START DATA EXTRACTS
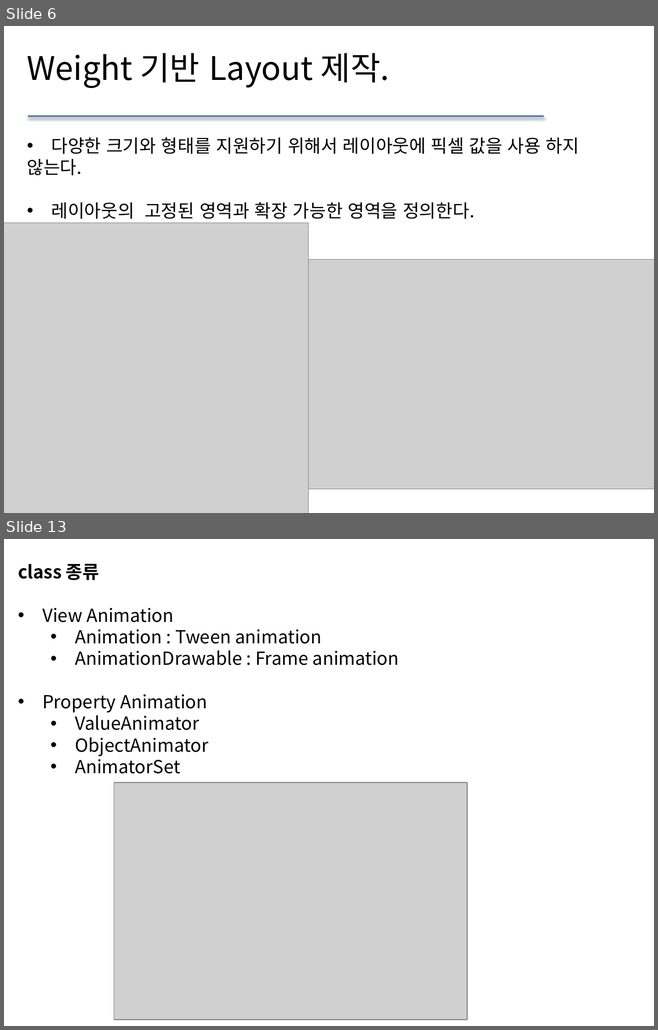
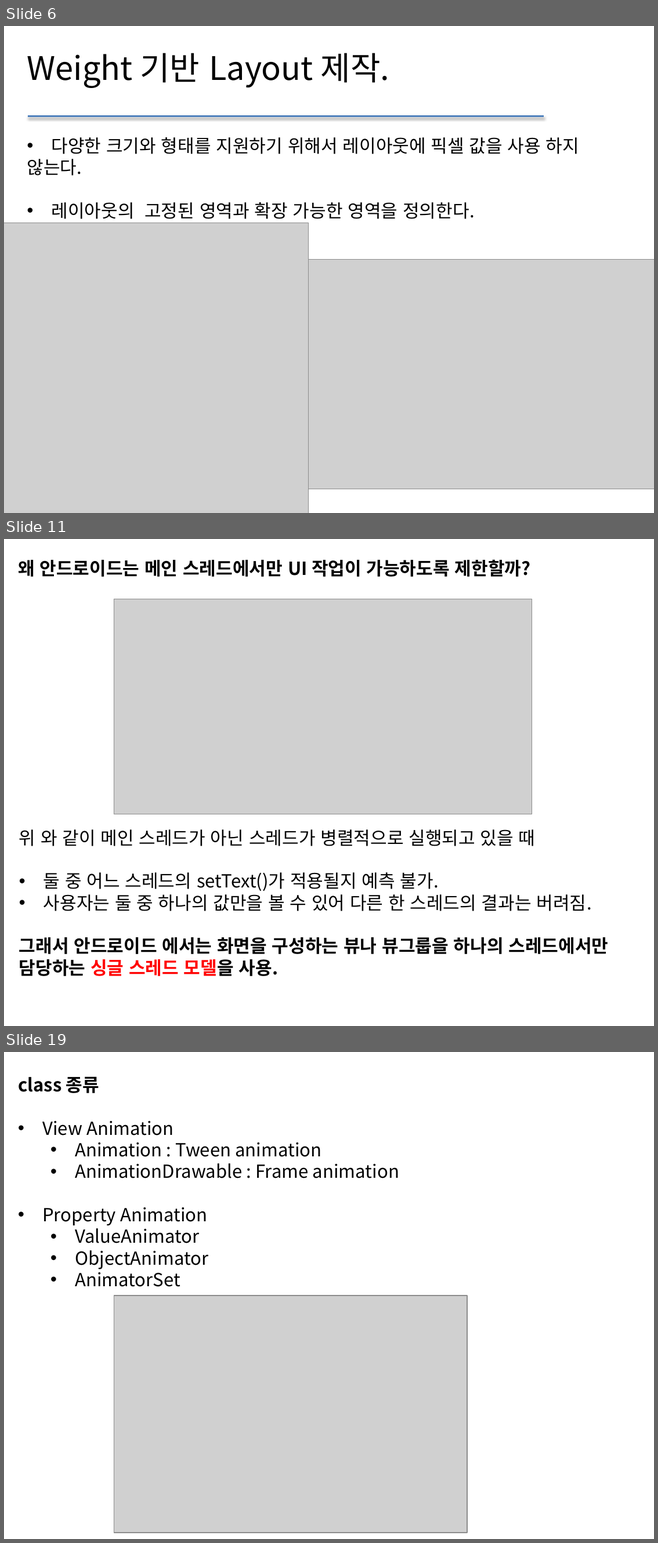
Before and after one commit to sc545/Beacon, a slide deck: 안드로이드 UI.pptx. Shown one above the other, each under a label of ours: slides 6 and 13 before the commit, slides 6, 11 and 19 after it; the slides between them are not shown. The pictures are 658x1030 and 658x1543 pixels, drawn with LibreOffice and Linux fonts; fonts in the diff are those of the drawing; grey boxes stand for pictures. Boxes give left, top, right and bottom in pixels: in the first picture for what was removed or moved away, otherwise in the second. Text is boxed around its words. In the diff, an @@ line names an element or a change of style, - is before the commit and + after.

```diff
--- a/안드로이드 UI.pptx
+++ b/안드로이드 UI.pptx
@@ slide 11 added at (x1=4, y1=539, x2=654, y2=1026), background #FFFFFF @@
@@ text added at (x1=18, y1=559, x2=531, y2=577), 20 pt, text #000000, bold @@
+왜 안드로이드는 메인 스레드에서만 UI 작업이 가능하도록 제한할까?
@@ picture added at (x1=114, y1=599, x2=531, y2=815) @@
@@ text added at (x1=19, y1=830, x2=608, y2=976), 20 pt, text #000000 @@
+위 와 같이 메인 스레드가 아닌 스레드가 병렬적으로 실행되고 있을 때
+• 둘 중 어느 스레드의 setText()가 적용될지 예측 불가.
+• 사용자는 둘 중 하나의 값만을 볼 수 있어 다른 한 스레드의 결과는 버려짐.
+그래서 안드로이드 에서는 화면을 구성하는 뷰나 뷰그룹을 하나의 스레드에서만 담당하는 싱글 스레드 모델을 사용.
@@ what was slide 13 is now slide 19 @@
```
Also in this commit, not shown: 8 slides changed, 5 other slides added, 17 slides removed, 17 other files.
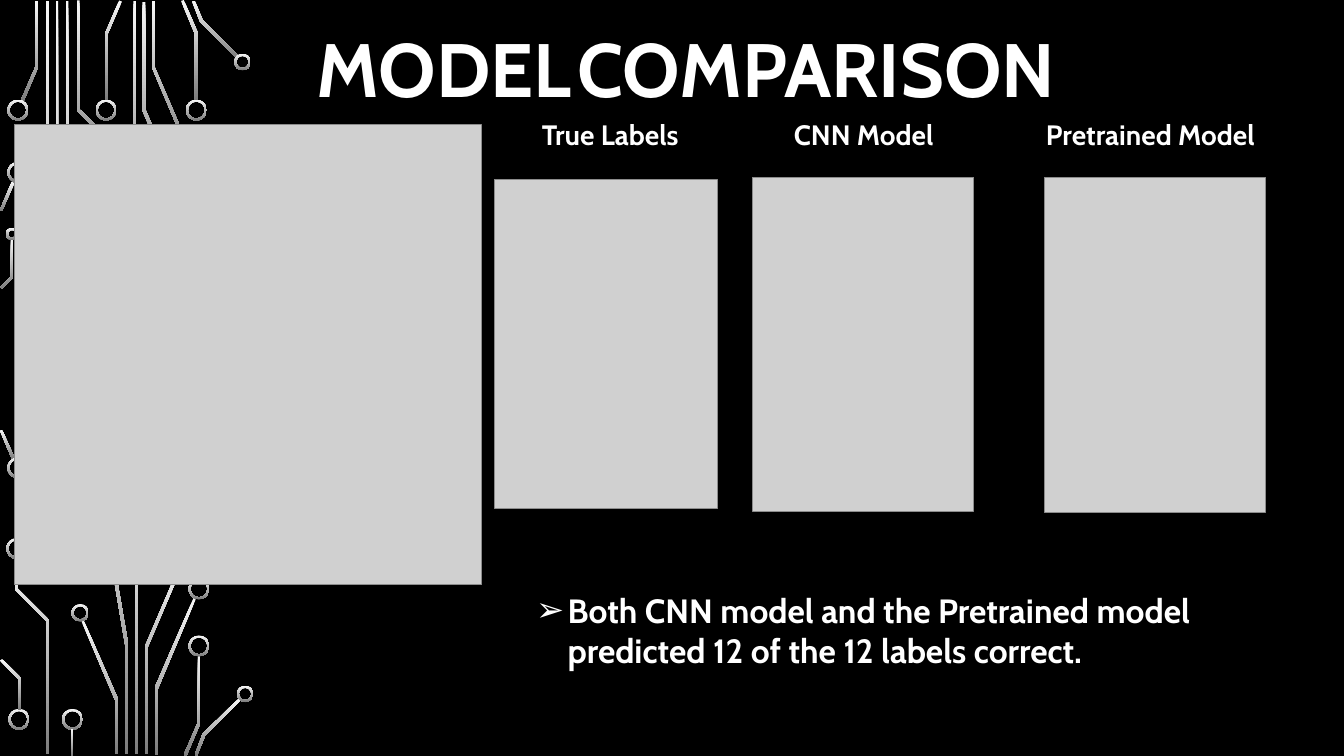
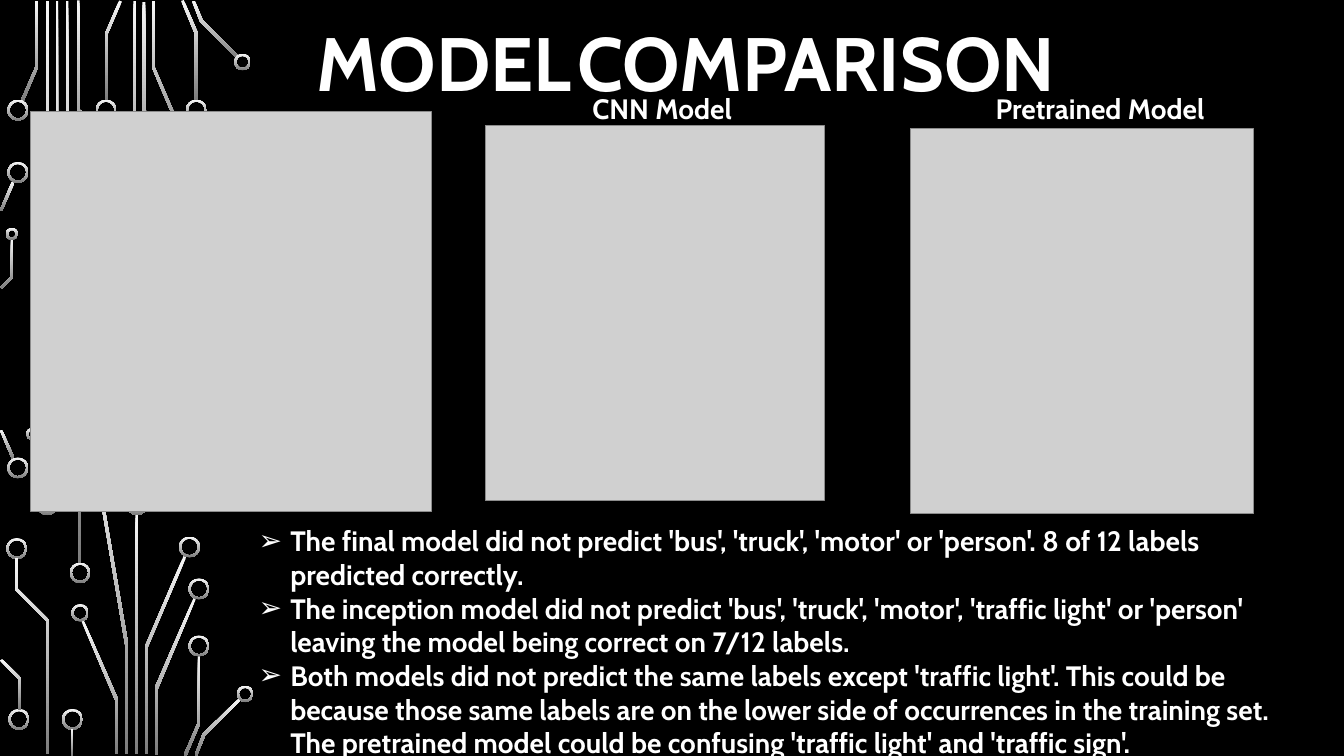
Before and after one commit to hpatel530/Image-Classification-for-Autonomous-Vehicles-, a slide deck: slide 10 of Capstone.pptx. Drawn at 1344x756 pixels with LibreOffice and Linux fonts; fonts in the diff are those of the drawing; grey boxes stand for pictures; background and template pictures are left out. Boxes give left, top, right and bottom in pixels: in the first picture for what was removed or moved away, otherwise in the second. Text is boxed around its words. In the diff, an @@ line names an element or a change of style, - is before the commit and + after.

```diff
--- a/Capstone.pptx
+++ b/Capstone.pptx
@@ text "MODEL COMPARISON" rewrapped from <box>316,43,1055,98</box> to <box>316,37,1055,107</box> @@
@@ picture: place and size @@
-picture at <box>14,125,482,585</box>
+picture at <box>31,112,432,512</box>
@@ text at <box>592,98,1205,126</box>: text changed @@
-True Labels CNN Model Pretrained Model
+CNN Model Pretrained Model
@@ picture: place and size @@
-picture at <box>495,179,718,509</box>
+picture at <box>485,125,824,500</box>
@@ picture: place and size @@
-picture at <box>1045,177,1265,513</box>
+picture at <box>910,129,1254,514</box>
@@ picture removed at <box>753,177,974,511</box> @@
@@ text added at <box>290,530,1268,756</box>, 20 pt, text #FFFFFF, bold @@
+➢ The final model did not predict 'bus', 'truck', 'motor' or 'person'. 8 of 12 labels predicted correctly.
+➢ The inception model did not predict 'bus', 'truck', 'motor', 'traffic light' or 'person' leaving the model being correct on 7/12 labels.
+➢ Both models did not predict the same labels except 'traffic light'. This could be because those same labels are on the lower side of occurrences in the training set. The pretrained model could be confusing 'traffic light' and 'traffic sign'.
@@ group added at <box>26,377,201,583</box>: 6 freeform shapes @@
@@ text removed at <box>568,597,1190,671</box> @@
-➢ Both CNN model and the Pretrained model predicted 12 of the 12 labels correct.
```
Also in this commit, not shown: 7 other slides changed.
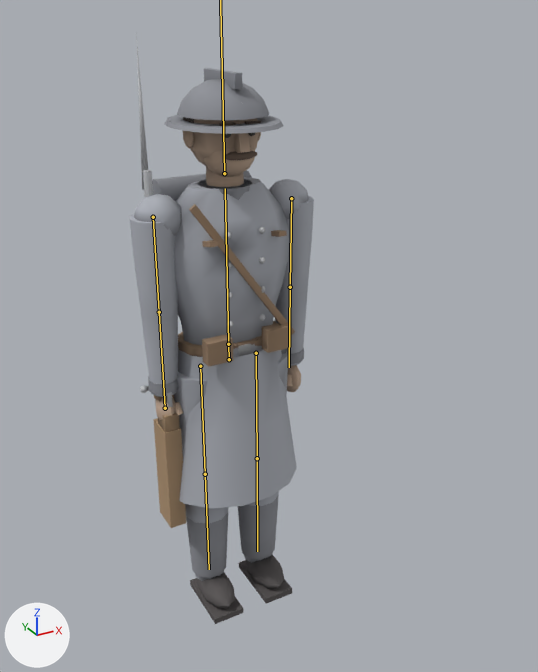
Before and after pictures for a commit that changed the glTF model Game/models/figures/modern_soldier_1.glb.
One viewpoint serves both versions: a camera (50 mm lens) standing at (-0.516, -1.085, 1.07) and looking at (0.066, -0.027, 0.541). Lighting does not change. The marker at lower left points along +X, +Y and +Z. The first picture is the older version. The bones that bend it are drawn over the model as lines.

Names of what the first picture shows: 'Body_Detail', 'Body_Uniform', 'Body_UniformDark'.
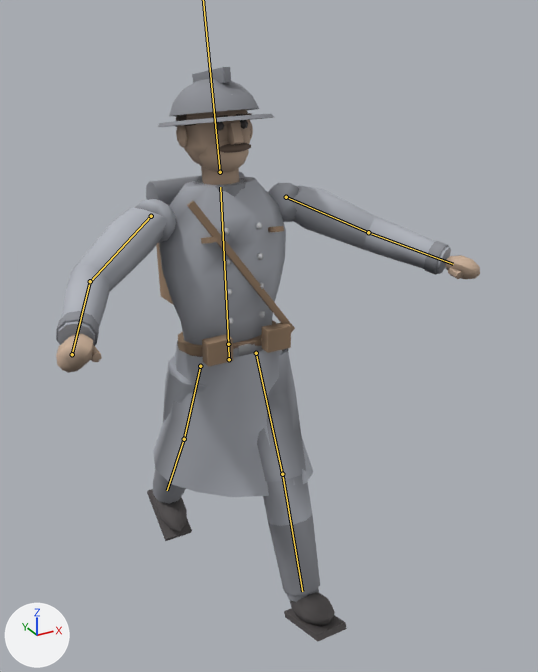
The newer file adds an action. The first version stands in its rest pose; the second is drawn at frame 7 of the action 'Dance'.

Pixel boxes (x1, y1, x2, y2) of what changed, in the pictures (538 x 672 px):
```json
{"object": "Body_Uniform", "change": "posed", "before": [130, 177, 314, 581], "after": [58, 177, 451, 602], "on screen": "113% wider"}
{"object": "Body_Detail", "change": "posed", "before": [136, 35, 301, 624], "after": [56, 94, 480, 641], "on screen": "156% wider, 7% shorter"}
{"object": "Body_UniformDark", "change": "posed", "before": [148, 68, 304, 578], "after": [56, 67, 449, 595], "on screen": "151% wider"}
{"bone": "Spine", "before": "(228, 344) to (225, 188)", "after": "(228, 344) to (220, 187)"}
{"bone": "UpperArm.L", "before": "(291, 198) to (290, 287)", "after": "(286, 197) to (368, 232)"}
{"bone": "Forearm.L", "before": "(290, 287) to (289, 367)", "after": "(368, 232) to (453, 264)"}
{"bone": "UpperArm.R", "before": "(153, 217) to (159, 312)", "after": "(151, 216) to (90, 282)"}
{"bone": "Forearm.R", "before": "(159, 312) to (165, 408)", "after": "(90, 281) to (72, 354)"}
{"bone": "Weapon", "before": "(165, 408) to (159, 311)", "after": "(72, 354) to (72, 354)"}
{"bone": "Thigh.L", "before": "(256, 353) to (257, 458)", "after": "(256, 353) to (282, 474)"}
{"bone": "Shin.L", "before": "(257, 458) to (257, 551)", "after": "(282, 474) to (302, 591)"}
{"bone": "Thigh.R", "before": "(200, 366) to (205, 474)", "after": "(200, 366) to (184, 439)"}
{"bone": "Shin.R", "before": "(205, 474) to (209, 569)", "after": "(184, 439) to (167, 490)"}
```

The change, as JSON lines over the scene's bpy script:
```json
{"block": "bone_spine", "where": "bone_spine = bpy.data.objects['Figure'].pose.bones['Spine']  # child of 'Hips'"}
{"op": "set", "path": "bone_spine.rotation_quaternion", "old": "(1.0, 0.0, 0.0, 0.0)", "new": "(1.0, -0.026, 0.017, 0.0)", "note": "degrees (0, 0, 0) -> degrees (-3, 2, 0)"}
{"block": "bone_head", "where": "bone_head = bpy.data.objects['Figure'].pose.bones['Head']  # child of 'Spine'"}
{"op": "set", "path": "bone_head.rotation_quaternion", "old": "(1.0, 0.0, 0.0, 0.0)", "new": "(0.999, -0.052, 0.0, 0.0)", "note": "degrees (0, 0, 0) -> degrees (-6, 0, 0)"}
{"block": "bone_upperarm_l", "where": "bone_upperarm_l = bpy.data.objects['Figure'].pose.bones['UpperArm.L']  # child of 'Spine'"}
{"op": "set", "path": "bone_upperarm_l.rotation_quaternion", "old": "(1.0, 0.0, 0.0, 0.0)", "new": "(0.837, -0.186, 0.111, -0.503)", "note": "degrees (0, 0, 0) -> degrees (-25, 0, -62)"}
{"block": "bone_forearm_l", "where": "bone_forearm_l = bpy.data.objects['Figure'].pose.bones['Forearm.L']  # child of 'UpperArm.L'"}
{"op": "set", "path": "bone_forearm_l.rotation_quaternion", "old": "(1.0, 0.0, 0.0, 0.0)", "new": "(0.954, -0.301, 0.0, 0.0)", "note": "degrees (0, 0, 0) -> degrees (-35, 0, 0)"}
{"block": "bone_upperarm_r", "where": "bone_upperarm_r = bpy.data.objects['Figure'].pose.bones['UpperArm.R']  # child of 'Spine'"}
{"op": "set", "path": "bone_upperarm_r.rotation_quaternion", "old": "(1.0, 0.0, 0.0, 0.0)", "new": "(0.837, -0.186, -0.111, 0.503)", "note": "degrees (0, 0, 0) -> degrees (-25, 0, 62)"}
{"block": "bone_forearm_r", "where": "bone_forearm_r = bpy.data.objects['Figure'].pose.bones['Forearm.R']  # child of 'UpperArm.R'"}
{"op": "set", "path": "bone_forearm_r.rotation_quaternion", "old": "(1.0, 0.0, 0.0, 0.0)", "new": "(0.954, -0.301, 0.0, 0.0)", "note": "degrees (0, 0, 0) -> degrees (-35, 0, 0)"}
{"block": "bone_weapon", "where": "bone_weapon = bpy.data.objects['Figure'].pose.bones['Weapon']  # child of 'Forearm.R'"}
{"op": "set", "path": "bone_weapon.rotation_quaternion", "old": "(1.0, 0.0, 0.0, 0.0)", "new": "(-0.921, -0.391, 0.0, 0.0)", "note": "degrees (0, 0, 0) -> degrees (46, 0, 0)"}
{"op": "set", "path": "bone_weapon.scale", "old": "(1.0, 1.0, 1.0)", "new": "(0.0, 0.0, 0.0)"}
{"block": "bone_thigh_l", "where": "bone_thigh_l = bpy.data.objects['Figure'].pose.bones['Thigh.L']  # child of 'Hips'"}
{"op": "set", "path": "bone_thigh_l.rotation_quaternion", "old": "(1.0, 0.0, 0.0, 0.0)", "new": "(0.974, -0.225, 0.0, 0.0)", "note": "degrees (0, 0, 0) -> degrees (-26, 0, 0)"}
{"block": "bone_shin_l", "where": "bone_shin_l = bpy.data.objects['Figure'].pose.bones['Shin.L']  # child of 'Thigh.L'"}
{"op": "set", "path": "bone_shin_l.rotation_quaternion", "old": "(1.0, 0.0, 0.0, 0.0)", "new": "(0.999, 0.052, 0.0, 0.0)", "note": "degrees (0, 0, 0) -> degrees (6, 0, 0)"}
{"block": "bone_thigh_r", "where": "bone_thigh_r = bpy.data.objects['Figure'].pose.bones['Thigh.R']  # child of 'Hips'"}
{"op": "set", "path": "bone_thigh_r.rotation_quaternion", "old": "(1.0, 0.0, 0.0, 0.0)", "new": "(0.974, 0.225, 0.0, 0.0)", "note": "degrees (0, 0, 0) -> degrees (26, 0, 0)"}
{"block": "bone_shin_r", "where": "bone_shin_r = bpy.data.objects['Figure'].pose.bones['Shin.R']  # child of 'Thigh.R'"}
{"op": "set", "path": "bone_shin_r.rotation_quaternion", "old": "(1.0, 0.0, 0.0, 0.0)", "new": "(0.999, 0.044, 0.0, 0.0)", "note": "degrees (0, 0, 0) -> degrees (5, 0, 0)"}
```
END DATA EXTRACTS
- _TO DO_: Determine how many lines in the preceding records include the word "Hips". The answer is that number alone.

- _FINISHED TASK_: 3